[Exercise details]: Please write out the listing beneath this sentence exactly, from its first line to the line with "- Up to frame 4 (2.25 s): no input", and stop there.

[Data in this exercise]:

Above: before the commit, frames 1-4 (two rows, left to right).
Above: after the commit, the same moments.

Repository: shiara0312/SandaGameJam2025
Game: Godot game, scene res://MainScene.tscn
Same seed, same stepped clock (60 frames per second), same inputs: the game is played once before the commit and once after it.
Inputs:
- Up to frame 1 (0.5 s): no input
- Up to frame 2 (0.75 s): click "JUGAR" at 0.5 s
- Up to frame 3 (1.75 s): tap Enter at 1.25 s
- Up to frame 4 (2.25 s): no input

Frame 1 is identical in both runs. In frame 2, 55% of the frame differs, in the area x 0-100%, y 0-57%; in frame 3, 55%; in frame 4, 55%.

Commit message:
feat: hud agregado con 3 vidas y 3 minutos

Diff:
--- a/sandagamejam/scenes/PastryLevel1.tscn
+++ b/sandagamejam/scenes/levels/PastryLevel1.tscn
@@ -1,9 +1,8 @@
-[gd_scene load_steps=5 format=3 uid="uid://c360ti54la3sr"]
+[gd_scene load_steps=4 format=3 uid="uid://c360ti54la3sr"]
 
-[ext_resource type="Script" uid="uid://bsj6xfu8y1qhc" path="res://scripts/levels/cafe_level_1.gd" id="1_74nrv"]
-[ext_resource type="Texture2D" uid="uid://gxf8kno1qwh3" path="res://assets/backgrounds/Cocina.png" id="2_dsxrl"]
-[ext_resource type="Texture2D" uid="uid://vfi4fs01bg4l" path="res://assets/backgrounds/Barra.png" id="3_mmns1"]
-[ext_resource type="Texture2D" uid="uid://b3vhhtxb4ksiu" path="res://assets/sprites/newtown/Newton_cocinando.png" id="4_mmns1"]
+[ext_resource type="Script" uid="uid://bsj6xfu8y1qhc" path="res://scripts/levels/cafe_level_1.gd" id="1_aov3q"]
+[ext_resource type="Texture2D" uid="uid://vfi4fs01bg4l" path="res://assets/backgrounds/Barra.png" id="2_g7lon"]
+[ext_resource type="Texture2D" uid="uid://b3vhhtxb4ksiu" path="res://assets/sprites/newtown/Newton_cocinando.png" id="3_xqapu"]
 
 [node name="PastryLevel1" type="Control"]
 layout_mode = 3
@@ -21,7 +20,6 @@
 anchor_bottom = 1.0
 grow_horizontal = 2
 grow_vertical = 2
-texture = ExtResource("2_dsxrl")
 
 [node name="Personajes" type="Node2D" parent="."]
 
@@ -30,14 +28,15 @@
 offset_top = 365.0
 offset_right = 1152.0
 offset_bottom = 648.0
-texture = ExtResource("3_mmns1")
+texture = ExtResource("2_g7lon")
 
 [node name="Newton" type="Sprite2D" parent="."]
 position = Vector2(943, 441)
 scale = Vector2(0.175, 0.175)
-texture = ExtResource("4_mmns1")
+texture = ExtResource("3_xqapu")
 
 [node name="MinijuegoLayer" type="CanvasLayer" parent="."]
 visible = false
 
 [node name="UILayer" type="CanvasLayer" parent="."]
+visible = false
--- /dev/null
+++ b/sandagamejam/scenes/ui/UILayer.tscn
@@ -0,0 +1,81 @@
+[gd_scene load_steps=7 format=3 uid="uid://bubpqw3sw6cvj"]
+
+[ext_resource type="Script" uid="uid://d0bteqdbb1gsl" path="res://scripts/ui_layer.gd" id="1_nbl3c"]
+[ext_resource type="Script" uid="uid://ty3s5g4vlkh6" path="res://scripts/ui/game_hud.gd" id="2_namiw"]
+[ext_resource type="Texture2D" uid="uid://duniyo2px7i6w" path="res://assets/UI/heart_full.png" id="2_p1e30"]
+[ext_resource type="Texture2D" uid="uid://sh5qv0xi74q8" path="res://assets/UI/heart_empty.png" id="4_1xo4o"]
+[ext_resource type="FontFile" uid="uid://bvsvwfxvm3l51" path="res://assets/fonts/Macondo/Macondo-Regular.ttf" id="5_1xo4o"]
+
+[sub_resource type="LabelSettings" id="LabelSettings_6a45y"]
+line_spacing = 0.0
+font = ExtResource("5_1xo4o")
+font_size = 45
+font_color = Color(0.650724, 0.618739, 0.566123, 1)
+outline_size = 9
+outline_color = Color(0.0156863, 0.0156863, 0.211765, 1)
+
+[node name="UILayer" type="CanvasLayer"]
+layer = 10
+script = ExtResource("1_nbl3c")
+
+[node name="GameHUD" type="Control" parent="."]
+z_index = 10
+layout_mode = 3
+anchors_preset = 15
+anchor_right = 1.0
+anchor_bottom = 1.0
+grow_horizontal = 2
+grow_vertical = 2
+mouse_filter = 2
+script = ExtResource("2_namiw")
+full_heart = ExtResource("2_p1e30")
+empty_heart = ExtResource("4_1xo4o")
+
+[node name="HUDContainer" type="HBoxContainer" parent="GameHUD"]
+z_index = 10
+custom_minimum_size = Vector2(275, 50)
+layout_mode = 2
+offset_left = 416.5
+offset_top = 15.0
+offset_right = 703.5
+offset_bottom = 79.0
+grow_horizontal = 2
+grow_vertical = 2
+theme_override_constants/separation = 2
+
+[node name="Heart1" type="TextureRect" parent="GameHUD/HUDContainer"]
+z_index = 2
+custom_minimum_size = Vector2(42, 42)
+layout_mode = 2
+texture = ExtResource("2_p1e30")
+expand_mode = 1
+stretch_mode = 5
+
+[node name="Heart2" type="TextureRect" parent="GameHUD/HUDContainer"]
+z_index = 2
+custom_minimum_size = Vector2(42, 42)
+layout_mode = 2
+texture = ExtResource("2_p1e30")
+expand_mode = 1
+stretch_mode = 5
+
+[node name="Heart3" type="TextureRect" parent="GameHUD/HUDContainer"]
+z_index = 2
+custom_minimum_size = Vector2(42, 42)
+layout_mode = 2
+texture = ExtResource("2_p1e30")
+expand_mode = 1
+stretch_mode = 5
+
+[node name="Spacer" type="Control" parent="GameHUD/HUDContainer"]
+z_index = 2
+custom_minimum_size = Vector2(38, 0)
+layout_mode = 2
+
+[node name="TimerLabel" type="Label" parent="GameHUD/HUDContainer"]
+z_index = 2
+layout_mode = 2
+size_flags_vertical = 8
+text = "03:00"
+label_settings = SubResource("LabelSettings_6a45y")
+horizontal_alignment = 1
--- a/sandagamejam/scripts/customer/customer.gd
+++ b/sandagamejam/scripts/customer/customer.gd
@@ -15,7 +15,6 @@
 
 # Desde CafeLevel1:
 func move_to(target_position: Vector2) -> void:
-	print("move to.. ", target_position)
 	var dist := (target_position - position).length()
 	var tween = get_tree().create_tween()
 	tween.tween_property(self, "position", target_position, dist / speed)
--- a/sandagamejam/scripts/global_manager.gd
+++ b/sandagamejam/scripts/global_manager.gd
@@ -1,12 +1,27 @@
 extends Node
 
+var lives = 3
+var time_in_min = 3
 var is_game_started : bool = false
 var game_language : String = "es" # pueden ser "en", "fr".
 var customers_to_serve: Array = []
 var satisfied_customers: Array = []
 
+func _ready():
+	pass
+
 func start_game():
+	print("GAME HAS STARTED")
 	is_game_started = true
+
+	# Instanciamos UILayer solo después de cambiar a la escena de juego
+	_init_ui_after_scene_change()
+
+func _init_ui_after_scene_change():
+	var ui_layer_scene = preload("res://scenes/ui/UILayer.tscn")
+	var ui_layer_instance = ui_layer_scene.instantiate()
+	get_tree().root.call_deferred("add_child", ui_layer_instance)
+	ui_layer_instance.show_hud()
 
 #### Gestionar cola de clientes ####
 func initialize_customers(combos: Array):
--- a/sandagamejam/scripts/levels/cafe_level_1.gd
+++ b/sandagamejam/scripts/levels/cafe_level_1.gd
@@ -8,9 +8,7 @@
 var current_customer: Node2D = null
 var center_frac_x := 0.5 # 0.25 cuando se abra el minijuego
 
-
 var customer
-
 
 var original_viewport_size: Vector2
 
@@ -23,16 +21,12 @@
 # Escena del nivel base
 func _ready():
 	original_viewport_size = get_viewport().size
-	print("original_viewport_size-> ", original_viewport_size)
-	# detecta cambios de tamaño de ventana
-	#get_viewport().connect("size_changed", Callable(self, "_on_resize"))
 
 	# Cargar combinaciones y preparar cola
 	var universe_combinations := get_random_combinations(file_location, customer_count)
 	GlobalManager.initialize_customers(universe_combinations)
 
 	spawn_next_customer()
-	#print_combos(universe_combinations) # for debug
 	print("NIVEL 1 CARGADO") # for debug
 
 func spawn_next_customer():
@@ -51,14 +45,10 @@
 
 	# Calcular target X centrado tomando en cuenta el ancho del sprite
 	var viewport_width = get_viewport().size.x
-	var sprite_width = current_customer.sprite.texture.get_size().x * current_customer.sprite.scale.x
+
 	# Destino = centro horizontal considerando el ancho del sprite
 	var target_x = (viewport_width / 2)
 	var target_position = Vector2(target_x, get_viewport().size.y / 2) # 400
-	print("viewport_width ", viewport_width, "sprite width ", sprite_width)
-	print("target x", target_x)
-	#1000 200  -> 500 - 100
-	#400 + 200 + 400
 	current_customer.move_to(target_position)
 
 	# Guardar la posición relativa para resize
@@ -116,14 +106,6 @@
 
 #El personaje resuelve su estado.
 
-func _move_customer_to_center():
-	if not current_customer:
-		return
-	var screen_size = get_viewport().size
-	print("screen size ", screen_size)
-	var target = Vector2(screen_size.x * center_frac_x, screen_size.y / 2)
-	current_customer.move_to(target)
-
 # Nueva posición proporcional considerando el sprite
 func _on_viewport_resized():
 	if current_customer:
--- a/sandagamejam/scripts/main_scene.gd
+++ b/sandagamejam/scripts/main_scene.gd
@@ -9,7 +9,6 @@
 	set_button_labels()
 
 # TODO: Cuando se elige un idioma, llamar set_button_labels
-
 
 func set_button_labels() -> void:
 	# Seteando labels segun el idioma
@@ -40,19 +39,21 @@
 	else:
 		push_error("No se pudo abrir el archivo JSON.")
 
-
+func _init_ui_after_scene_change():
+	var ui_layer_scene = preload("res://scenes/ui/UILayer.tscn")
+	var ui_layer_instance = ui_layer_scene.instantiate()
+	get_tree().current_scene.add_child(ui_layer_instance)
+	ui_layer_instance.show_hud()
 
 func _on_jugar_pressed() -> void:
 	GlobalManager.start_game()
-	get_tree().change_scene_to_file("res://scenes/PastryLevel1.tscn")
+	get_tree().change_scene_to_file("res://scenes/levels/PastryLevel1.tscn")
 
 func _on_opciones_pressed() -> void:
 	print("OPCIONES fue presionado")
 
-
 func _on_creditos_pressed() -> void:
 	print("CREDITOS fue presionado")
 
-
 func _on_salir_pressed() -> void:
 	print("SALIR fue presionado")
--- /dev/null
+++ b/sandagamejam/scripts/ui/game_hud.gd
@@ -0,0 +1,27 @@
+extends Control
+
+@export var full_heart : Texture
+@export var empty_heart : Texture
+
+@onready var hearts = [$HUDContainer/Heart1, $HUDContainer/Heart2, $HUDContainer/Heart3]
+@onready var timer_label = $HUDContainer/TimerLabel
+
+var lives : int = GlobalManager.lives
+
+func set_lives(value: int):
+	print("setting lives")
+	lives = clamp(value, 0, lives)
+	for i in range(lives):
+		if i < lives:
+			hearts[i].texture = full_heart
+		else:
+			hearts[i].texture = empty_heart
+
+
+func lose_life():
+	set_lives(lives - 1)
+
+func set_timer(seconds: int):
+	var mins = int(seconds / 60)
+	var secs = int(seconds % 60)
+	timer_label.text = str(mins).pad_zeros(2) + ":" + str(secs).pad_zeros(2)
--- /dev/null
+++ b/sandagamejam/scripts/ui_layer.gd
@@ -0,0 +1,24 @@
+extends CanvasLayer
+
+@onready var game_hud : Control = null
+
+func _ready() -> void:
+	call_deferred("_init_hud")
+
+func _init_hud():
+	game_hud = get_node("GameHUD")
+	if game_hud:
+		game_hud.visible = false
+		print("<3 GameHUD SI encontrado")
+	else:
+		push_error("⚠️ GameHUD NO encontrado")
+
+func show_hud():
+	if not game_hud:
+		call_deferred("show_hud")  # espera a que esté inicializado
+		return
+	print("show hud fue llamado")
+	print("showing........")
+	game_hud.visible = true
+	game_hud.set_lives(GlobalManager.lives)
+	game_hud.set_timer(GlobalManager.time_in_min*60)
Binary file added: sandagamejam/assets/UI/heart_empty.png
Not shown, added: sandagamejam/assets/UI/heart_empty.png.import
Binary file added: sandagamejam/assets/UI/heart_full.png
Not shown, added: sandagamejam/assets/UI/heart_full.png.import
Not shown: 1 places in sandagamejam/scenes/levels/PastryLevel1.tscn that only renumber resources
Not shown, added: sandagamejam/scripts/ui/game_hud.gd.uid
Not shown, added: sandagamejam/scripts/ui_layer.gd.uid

[Response to the exercise]:
Above: before the commit, frames 1-4 (two rows, left to right).
Above: after the commit, the same moments.

Repository: shiara0312/SandaGameJam2025
Game: Godot game, scene res://MainScene.tscn
Same seed, same stepped clock (60 frames per second), same inputs: the game is played once before the commit and once after it.
Inputs:
- Up to frame 1 (0.5 s): no input
- Up to frame 2 (0.75 s): click "JUGAR" at 0.5 s
- Up to frame 3 (1.75 s): tap Enter at 1.25 s
- Up to frame 4 (2.25 s): no input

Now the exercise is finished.